El día que un cliente opta por trabajar con nosotros, pareciera que inicia una especie de relación amorosa. Digo relación porque se pasan por todas las etapas, mismas que las de un par de enamorados. Un mundo color de rosa, una comunicación cada día más profunda, etc. ¡Va! Pareciera que a los que nos dedicamos a este mundo del marketing y publicidad, nos diera por presentar con mucho orgullo frente a los amigos (colegas) a nuestra pareja, a ese ser que nos voltea de cabeza, que cada vez que le vemos, una sensación de mariposas empieza a aparecer en el estómago. En fin, es todo un orgullo el presumir aquel cliente, aquella cuenta que muchos desean pero que pocos tienen la fortuna de trabajar para ella. Pero, ¿qué pasa cuándo ese enamoramiento desaparece? Cuando esa frase del “nunca te dejare” se convierte en un mero recuerdo de lo que fue aquel principio. Sí, es doloroso, sentimos que el mundo se nos viene encima; que nada ni nadie puede apagar ese fuego que quema cada parte de nuestro ser. Culpa y demás pensamientos se nos vienen a la cabeza el día que ese teléfono suena y con ello un mensaje que muy pocos quieren escuchar y que por supuesto, muy pocos quieren aceptar: Nos vamos señor Ramirez. La junta directiva ha decidido cesar toda actividad con usted y su equipo. Como dije con anterioridad, es difícil esa experiencia, más no imposible de superarla. Por eso a continuación, te comparto algunos consejos que puedan ser de mucha ayuda para cuando comiences esa travesía. Porque sí, de que la vas a pasar, la vas a pasar.

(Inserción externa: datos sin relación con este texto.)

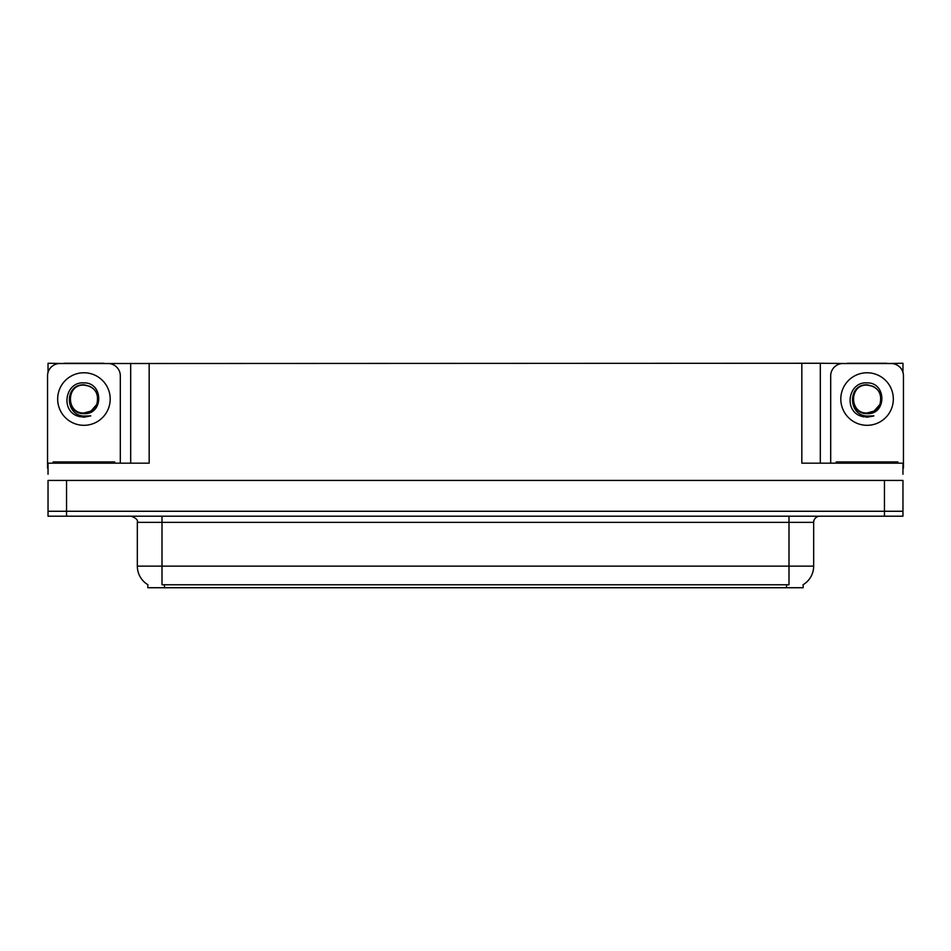 <?xml version="1.0" encoding="UTF-8"?>
<svg xmlns="http://www.w3.org/2000/svg" width="951" height="951" viewBox="0 0 951 951"><rect width="100%" height="100%" fill="white"/><g stroke="black" fill="none" stroke-linecap="round" stroke-linejoin="round"><path stroke-width="1.43" d="M803.179 584.651L803.179 587.73L147.821 587.73L147.821 584.651M66.546 516.203L902.963 516.203L902.963 511.269L48.037 511.269L48.037 480.433L66.546 480.433L66.546 511.269L48.037 511.269L48.037 516.203L66.546 516.203L66.546 511.269L902.963 511.269L902.963 480.433L66.546 480.433M103.659 363.52L801.824 363.27L801.824 463.173L902.963 463.173L902.963 474.264M48.037 474.264L48.037 463.173L149.176 463.173L149.176 363.27M64.204 363.52L48.037 363.27L48.037 372.4M886.796 363.52L902.963 363.27L902.963 372.4M130.679 363.27L130.679 463.173M801.824 363.27L820.321 363.27L820.321 463.173M820.321 363.27L847.341 363.52M886.796 363.27L847.341 363.27M64.204 363.27L103.659 363.27M147.999 584.77A21.588 21.588 0 0 1 137.336 566.142L162.003 566.142L162.003 584.77L788.997 584.77L788.997 566.142L813.664 566.142L813.664 522.361A6.17 6.17 0 0 1 819.833 516.203M137.336 566.142L137.336 522.361C138.145 520.09 136.088 518.045 131.167 516.203M803.001 584.77A21.588 21.588 0 0 0 813.664 566.142M83.938 412.972C89.881 412.746 94.161 409.905 96.764 404.484C99.356 393.441 95.088 386.891 83.938 384.822C64.097 384.133 64.977 415.623 83.938 416.039L90.773 415.872L83.938 417.216L77.138 415.896C60.27 409.643 65.631 381.434 83.938 382.884C103.493 382.326 103.814 414.731 83.938 413.649C65.714 414.256 65.607 384.252 83.938 385.096C65.952 384.228 65.952 413.84 83.938 412.972L90.904 411.105L96.764 404.472A13.932 13.932 0 0 0 89.204 386.13L83.938 385.096M48.037 468.106A12.327 12.327 0 0 0 47.55 468.094L47.55 375.847A12.327 12.327 0 0 1 59.877 363.52L107.986 363.52A12.327 12.327 0 0 1 120.313 375.847L120.313 463.173M77.209 415.92L80.395 416.871L77.209 415.92M83.938 417.216L90.773 415.872L83.938 417.216M867.062 412.972C873.018 412.746 877.298 409.905 879.901 404.484C882.492 393.441 878.225 386.891 867.062 384.822C847.234 384.133 848.114 415.623 867.062 416.039L873.91 415.872L867.062 417.216L860.275 415.896C843.406 409.643 848.767 381.434 867.062 382.884C886.629 382.326 886.95 414.731 867.062 413.649C848.851 414.256 848.744 384.252 867.062 385.096C849.088 384.228 849.088 413.84 867.062 412.972L874.04 411.105L879.901 404.472A13.932 13.932 0 0 0 872.34 386.13L867.062 385.096M830.687 463.173L830.687 375.847A12.327 12.327 0 0 1 843.014 363.52L891.123 363.52A12.327 12.327 0 0 1 903.45 375.847L903.45 468.094A12.327 12.327 0 0 0 902.963 468.106M860.346 415.92L863.532 416.871M867.062 417.216L873.363 416.086M53.101 463.173L53.101 461.936L114.762 461.936L114.762 463.173M836.238 463.173L836.238 461.936L897.899 461.936L897.899 463.173M884.454 480.433L884.454 516.203M786.536 587.73L786.536 584.651M164.464 587.73L164.464 584.651M788.997 516.203L788.997 522.361L137.336 522.361M813.664 522.361L788.997 522.361L788.997 566.142L162.003 566.142L162.003 516.203M83.938 372.768A26.271 26.271 0 0 1 110.197 399.04A26.271 26.271 0 0 1 83.938 425.311A26.271 26.271 0 0 1 57.666 399.04A26.271 26.271 0 0 1 83.938 372.768M96.764 404.484A13.932 13.932 0 0 0 89.204 386.13M867.062 372.768A26.271 26.271 0 0 1 893.334 399.04A26.271 26.271 0 0 1 867.062 425.311A26.271 26.271 0 0 1 840.803 399.04A26.271 26.271 0 0 1 867.062 372.768M879.901 404.484A13.932 13.932 0 0 0 872.34 386.13M111.683 461.936L111.683 463.173M56.18 461.936L56.18 463.173M894.82 461.936L894.82 463.173M839.317 461.936L839.317 463.173"/></g></svg>

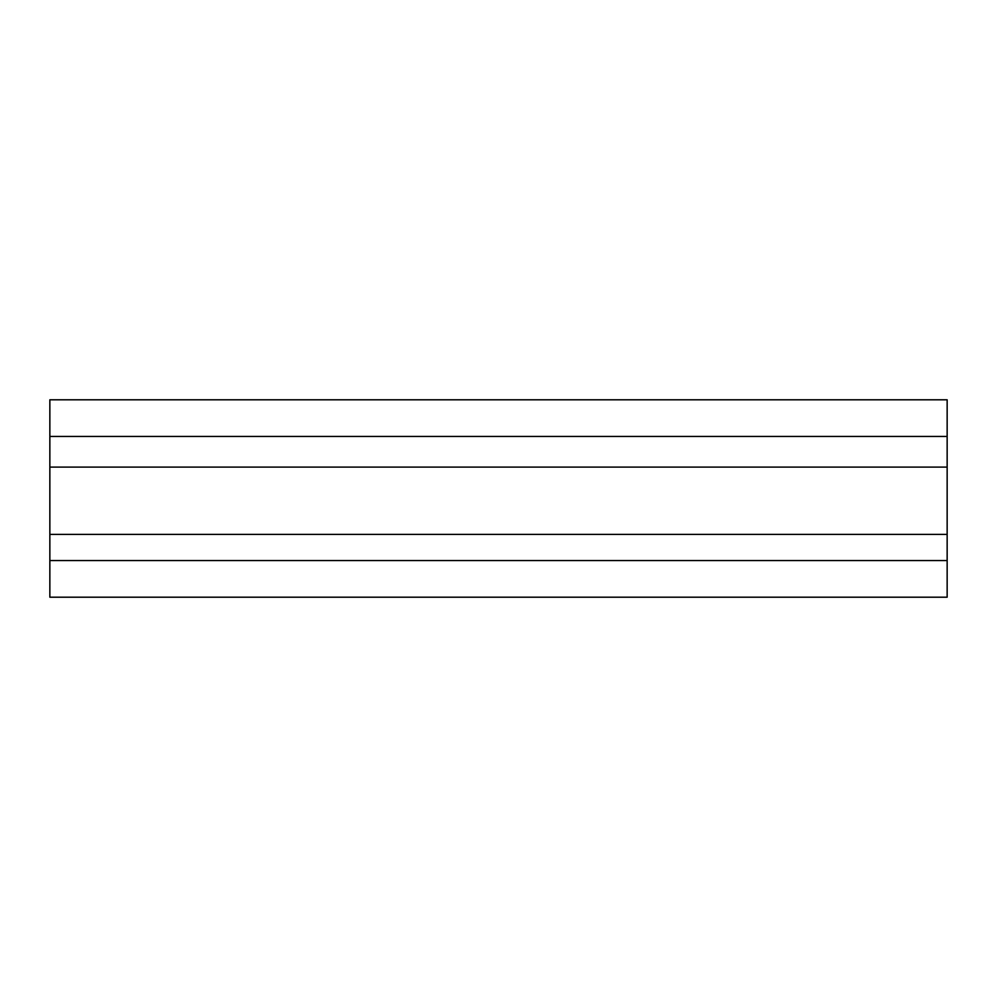 <?xml version="1.0" encoding="UTF-8"?>
<svg xmlns="http://www.w3.org/2000/svg" width="997" height="997" viewBox="0 0 997 997"><rect width="100%" height="100%" fill="white"/><g stroke="black" fill="none" stroke-linecap="round" stroke-linejoin="round"><path stroke-width="1.5" d="M49.85 436.449L947.15 436.449L947.15 399.797L49.85 399.797L49.85 597.203L947.15 597.203L947.15 560.551L49.85 560.551M947.15 436.449L947.15 467.095L49.85 467.095M947.15 467.095L947.15 534.392L49.85 534.392M947.15 534.392L947.15 560.551"/></g></svg>

  • La aceptación: Suena seco y desgarrador, pero desde el momento en que comiences una relación con x o y cliente, debes pensar como será aquel día en la cual ese mismo cliente opte por irse. Como todo en la vida, nada es para siempre. Y si hablamos de este mundo de la publicidad y mercadotecnia, pues… tú ya sabes.
  • No cometas un suicidio profesional: Parece ser que cuando un cliente se va, en automático empezamos a cargarnos con culpas y demás sentimientos que en algunas ocasiones puede llevar a un suicidio profesional. El que una marca decida irse, no quiere decir que nuestro trabajo sea una basura. Debe ser el optimismo y las ganas por seguir en el camino, lo que te mantengan vivo.
  • Al final tómalo como una exquisita experiencia: ¡Juro que no estoy loco! Esta etapa para nada debe ser un momento triste. Tómalo como una gran enseñanza, un aprendizaje que ni todos tus logros podrán llegarle a los talones .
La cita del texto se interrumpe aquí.